OMG, I have never been in a class with aggressive dogs like this. It's not your dog that should leave the class, it's the border collie (BC) and probably the German Shepherd Dog. Maybe the trainer didn't think it through properly in the heat of the moment but will come to their senses and change their mind about who stays? Unless they have another trainer, I would ask for your money back as this is not a good trainer.


----------



## CharismaticMillie (Jun 16, 2010)

Well, and I would think that the owner of the reactive dog would be smart enough to give his dog enough space to prevent the dog from becoming reactive. Proper handling on the part of the owner can make a huge difference. Agility can be an arousing sport and with that can come reactive behavior. Unless that dog is actually dog aggressive (and maybe he is) I think the issue is less that the dog who was reactive shouldn't be in class and more that the dog needs an owner who advocates for him and creates a situation where his dog has enough space from other dogs and proper focus on his owner.
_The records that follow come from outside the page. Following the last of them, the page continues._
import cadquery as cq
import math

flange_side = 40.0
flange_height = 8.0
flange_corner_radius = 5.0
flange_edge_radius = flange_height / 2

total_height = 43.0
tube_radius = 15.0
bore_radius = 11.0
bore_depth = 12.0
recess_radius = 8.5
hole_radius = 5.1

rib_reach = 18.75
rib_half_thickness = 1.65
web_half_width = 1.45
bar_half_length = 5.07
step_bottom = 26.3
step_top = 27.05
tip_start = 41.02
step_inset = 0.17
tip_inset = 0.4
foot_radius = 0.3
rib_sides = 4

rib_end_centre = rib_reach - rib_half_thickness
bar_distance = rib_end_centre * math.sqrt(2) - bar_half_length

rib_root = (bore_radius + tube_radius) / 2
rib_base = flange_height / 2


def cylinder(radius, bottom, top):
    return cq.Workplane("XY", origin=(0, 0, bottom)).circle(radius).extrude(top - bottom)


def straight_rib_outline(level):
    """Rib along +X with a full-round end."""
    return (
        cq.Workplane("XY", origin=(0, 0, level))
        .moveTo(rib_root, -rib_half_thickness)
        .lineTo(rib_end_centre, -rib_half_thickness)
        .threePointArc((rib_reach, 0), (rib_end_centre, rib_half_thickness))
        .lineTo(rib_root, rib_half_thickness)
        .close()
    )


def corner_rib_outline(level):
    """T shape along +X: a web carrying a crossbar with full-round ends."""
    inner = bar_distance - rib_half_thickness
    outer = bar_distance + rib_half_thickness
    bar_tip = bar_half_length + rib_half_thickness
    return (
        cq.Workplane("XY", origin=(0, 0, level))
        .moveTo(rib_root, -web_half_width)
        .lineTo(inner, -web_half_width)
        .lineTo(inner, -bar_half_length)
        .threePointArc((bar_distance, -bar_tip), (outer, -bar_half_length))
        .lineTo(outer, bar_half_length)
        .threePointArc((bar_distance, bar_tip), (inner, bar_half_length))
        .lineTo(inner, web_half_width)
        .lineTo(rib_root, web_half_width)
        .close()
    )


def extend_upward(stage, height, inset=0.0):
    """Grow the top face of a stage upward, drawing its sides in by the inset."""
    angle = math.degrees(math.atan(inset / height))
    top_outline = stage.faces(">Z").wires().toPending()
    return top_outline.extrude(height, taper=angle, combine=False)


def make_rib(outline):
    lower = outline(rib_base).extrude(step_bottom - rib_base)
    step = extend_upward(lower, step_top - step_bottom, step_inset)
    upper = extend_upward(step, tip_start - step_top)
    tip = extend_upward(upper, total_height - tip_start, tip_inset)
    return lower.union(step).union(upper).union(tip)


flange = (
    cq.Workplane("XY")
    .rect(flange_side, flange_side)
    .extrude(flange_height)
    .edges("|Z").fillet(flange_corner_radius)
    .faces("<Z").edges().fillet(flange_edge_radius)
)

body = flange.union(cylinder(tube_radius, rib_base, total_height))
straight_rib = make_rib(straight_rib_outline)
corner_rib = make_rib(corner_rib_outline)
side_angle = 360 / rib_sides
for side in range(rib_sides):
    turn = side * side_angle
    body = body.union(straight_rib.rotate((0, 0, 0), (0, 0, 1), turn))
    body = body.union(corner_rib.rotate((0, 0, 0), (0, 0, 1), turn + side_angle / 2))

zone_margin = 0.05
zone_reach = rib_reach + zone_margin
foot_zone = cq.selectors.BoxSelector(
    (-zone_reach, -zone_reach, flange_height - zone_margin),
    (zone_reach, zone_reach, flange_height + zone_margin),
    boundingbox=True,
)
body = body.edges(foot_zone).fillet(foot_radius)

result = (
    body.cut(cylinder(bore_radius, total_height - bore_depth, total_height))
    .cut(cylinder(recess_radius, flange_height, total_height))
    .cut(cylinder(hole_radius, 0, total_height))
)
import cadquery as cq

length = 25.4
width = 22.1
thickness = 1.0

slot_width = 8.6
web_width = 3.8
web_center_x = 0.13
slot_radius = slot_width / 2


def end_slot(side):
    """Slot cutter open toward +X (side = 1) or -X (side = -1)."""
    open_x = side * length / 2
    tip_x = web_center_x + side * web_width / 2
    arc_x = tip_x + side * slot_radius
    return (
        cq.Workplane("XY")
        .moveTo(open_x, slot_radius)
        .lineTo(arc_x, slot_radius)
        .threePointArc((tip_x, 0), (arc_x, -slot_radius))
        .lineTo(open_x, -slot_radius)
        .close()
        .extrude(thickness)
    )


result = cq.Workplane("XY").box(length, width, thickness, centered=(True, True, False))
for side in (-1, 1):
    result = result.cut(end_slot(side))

And who responds not by saying "oh he just wants to herd you" but by taking steps to support proper behavior from his own dog. Of course, if he can't do that, then he should not be in the class. It's also important for the instructor to manage class so that EVERY dog in class has their own space to feel comfortable working. Every owner should also be taking steps to make sure their dog doesn't get into the personal bubble of any other dog in class, also. So, there's that aspect to consider as well as you make a decision about whether or not this class is right for you.


----------



## UKpoodle (Jul 22, 2015)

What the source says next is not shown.